» **Provided entries**

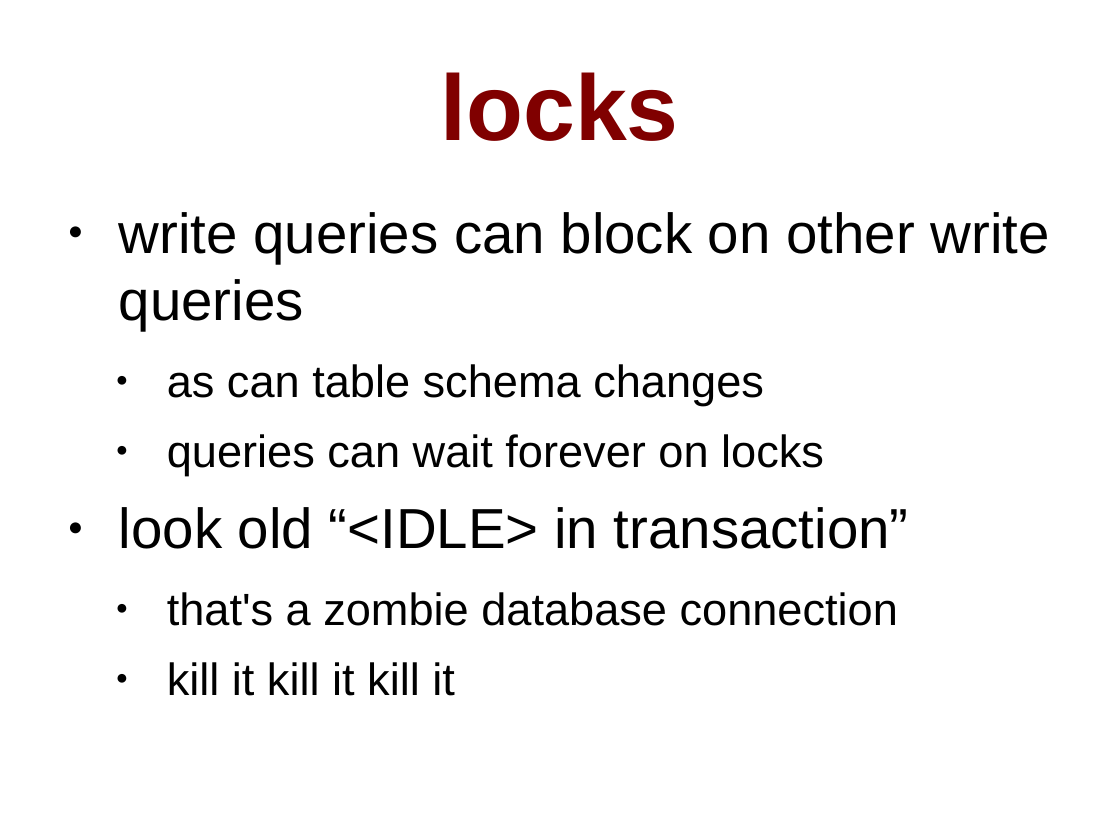
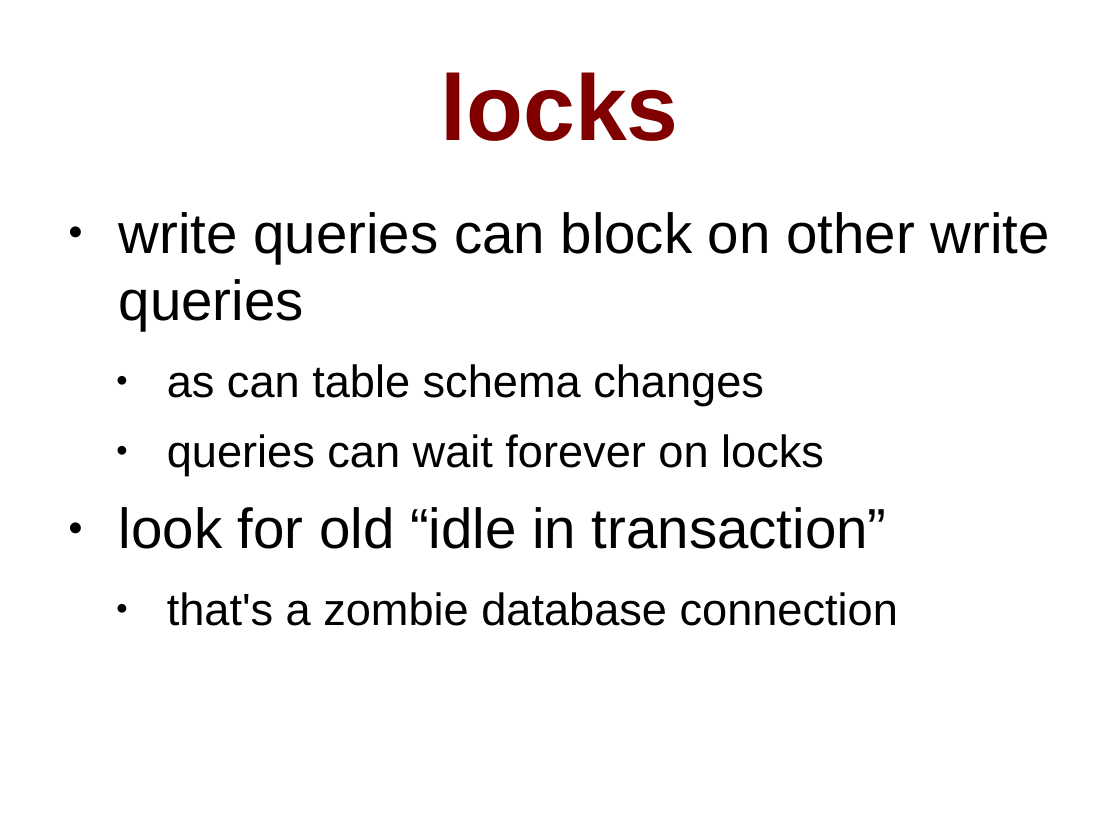
Before and after one commit to pgexperts/accidentalDBA, a slide deck: slide 153 of tutorial/accidental_dba_oscon.odp (slide 158 before the commit). Drawn at 1120x840 pixels with LibreOffice and Linux fonts; fonts in the diff are those of the drawing. Boxes give left, top, right and bottom in pixels: in the first picture for what was removed or moved away, otherwise in the second. Text is boxed around its words. In the diff, an @@ line names an element or a change of style, - is before the commit and + after.

```diff
--- a/tutorial/accidental_dba_oscon.odp
+++ b/tutorial/accidental_dba_oscon.odp
@@ text at [119,507,887,549]: text changed @@
-● look old “<IDLE> in transaction”
+● look for old “idle in transaction”
@@ text at [167,662,455,696]: paragraph removed @@
-  ● kill it kill it kill it
```
Also in this commit, not shown: 21 other slides changed, 6 slides added, 8 slides removed, 9 other files.

» **To do**
Nothing but the pictures is to be left out; repeat the data exactly.

» **Exercise answer**
Before and after one commit to pgexperts/accidentalDBA, a slide deck: slide 153 of tutorial/accidental_dba_oscon.odp (slide 158 before the commit). Drawn at 1120x840 pixels with LibreOffice and Linux fonts; fonts in the diff are those of the drawing. Boxes give left, top, right and bottom in pixels: in the first picture for what was removed or moved away, otherwise in the second. Text is boxed around its words. In the diff, an @@ line names an element or a change of style, - is before the commit and + after.

```diff
--- a/tutorial/accidental_dba_oscon.odp
+++ b/tutorial/accidental_dba_oscon.odp
@@ text at [119,507,887,549]: text changed @@
-● look old “<IDLE> in transaction”
+● look for old “idle in transaction”
@@ text at [167,662,455,696]: paragraph removed @@
-  ● kill it kill it kill it
```
Also in this commit, not shown: 21 other slides changed, 6 slides added, 8 slides removed, 9 other files.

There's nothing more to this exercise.